A word-for-word copy of all entries is required, without images.
· · · · ·
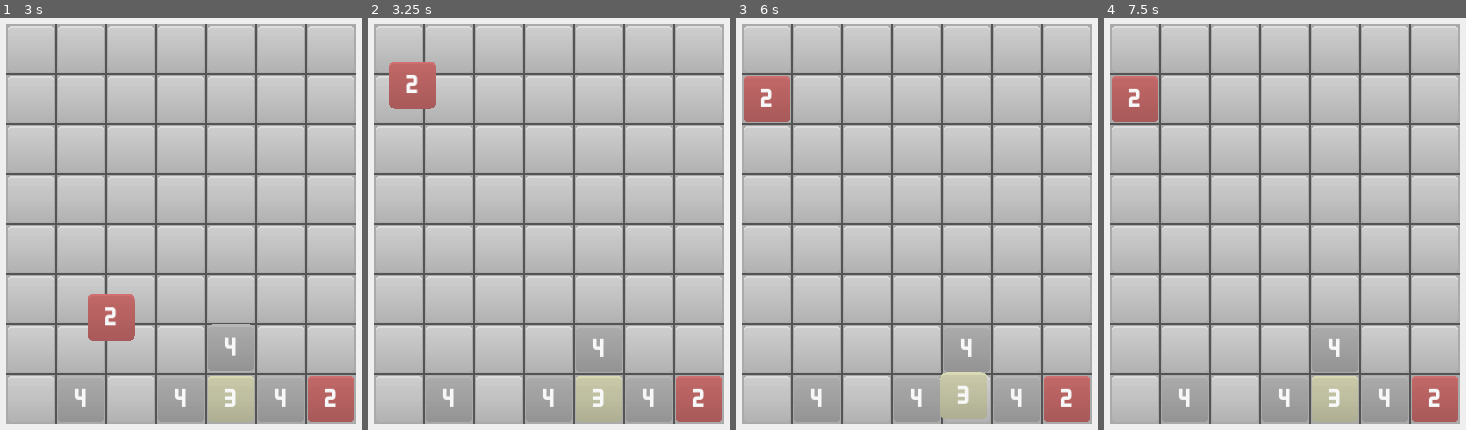
Above: before the commit, frames 1-4 (left to right).
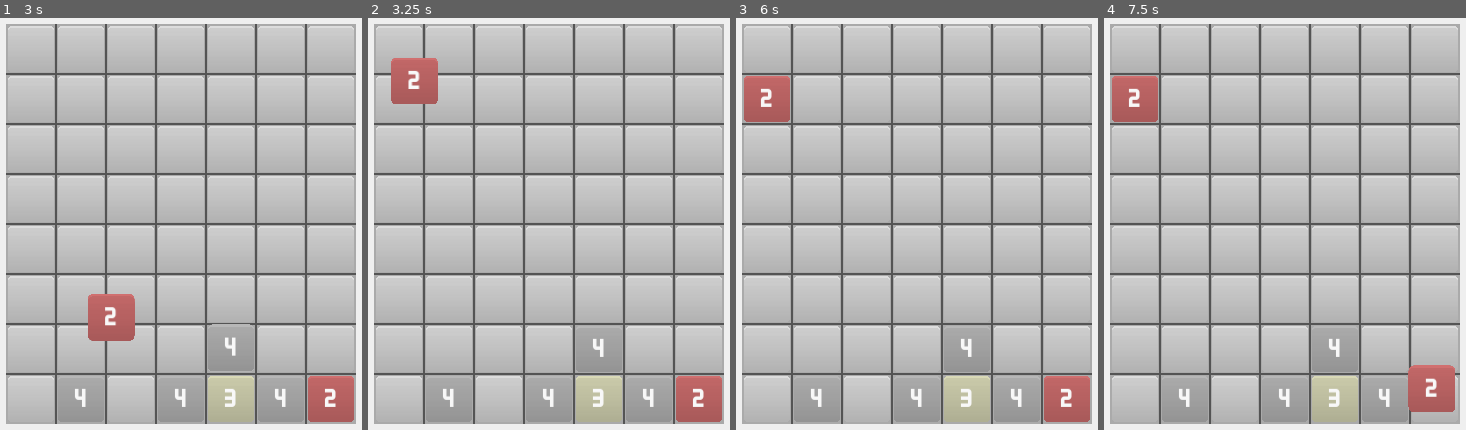
Above: after the commit, the same moments.

Repository: ashestosea/twenty-seven
Game: Godot game, scene res://screens/game.tscn
Same seed, same stepped clock (60 frames per second), same inputs: the game is played once before the commit and once after it.
Inputs (mouse positions are in pixels of both pictures, inside the frame that each line leads up to):
- Up to frame 1 (3 s): tap Enter at 0.5, 2.75 s; drag from (32, 397) to (224, 22) at 0.52 s; drag from (231, 50) to (159, 359) at 1.27 s; tap Space at 2 s; move the mouse to (79, 397) at 2.02 s; click (79, 397) at 2.17 s; drag from (130, 397) to (47, 79) at 2.77 s
- Up to frame 2 (3.25 s): no input
- Up to frame 3 (6 s): drag from (967, 347) to (938, 199) at 3.52 s; tap Space at 4.25, 5.75 s; drag from (768, 100) to (outside the picture) at 4.27 s; tap Enter at 5 s; move the mouse to (917, 397) at 5.02 s; click (917, 397) at 5.17 s; drag from (967, 397) to (826, 240) at 5.77 s
- Up to frame 4 (7.5 s): drag from (1386, 397) to (1328, 22) at 6.52 s; drag from (1433, 397) to (1263, 359) at 7.27 s

Frame 1 is identical in both runs. In frame 2, 0.5% of the frame differs, in the area x 5-20%, y 9-23%; in frame 3, 0.5%; in frame 4, 1.0%, in the area x 83-98%, y 84-99%.
Error before the commit: Invalid access to property or key 'grid_pos' on a base object of type 'Nil'. (res://scripts/grid.gd:93)

Commit message:
Adjust fall function. Add different needs_fall function

Diff:
--- a/scripts/grid.gd
+++ b/scripts/grid.gd
@@ -85,7 +85,28 @@
 
 #region Fall
 func needs_fall():
-	# print("Needs fall?");
+	for i in GRID_WIDTH:
+		var tiles = get_column_tiles_below(i);
+		var tiles_mask: Array[int] = [];
+		tiles_mask.resize(GRID_HEIGHT);
+		tiles_mask.fill(1);
+
+		for tile in tiles:
+			tiles_mask[tile.grid_pos.y] = 0;
+
+		for t in tiles.size():
+			var fall_amount = 0;
+			for c in range(0, tiles[t].grid_pos.y):
+				fall_amount += tiles_mask[c];
+			if (tiles[t].grid_pos.y > 0 and tiles[t-1].level == tiles[t].level):
+				fall_amount += 1;
+			# fall_tile(tiles[t], fall_amount);
+			if fall_amount > 0:
+				return true;
+	return false;
+
+func needs_fall_old():
+	print("Needs fall?");
 	for i in GRID_WIDTH:
 		var tiles = get_column_tiles_below(i);
 		# print(" column count = ", tiles.size());
@@ -110,8 +131,12 @@
 		tiles_mask.resize(GRID_HEIGHT);
 		tiles_mask.fill(1);
 
-		for tile in tiles:
-			tiles_mask[tile.grid_pos.y] = 0;
+		for t in tiles.size():
+			var index = tiles[t].grid_pos.y;
+			if (tiles[t].grid_pos.y > 0 and tiles[t-1].level == tiles[t].level):
+				tiles_mask[index] += 1;
+			else:
+				tiles_mask[index] = 0;
 
 		for t in tiles.size():
 			var fall_amount = 0;
· · · · ·
• _EXERCISE ANSWER_:
Above: before the commit, frames 1-4 (left to right).
Above: after the commit, the same moments.

Repository: ashestosea/twenty-seven
Game: Godot game, scene res://screens/game.tscn
Same seed, same stepped clock (60 frames per second), same inputs: the game is played once before the commit and once after it.
Inputs (mouse positions are in pixels of both pictures, inside the frame that each line leads up to):
- Up to frame 1 (3 s): tap Enter at 0.5, 2.75 s; drag from (32, 397) to (224, 22) at 0.52 s; drag from (231, 50) to (159, 359) at 1.27 s; tap Space at 2 s; move the mouse to (79, 397) at 2.02 s; click (79, 397) at 2.17 s; drag from (130, 397) to (47, 79) at 2.77 s
- Up to frame 2 (3.25 s): no input
- Up to frame 3 (6 s): drag from (967, 347) to (938, 199) at 3.52 s; tap Space at 4.25, 5.75 s; drag from (768, 100) to (outside the picture) at 4.27 s; tap Enter at 5 s; move the mouse to (917, 397) at 5.02 s; click (917, 397) at 5.17 s; drag from (967, 397) to (826, 240) at 5.77 s
- Up to frame 4 (7.5 s): drag from (1386, 397) to (1328, 22) at 6.52 s; drag from (1433, 397) to (1263, 359) at 7.27 s

Frame 1 is identical in both runs. In frame 2, 0.5% of the frame differs, in the area x 5-20%, y 9-23%; in frame 3, 0.5%; in frame 4, 1.0%, in the area x 83-98%, y 84-99%.
Error before the commit: Invalid access to property or key 'grid_pos' on a base object of type 'Nil'. (res://scripts/grid.gd:93)

Commit message:
Adjust fall function. Add different needs_fall function

Diff:
--- a/scripts/grid.gd
+++ b/scripts/grid.gd
@@ -85,7 +85,28 @@
 
 #region Fall
 func needs_fall():
-	# print("Needs fall?");
+	for i in GRID_WIDTH:
+		var tiles = get_column_tiles_below(i);
+		var tiles_mask: Array[int] = [];
+		tiles_mask.resize(GRID_HEIGHT);
+		tiles_mask.fill(1);
+
+		for tile in tiles:
+			tiles_mask[tile.grid_pos.y] = 0;
+
+		for t in tiles.size():
+			var fall_amount = 0;
+			for c in range(0, tiles[t].grid_pos.y):
+				fall_amount += tiles_mask[c];
+			if (tiles[t].grid_pos.y > 0 and tiles[t-1].level == tiles[t].level):
+				fall_amount += 1;
+			# fall_tile(tiles[t], fall_amount);
+			if fall_amount > 0:
+				return true;
+	return false;
+
+func needs_fall_old():
+	print("Needs fall?");
 	for i in GRID_WIDTH:
 		var tiles = get_column_tiles_below(i);
 		# print(" column count = ", tiles.size());
@@ -110,8 +131,12 @@
 		tiles_mask.resize(GRID_HEIGHT);
 		tiles_mask.fill(1);
 
-		for tile in tiles:
-			tiles_mask[tile.grid_pos.y] = 0;
+		for t in tiles.size():
+			var index = tiles[t].grid_pos.y;
+			if (tiles[t].grid_pos.y > 0 and tiles[t-1].level == tiles[t].level):
+				tiles_mask[index] += 1;
+			else:
+				tiles_mask[index] = 0;
 
 		for t in tiles.size():
 			var fall_amount = 0;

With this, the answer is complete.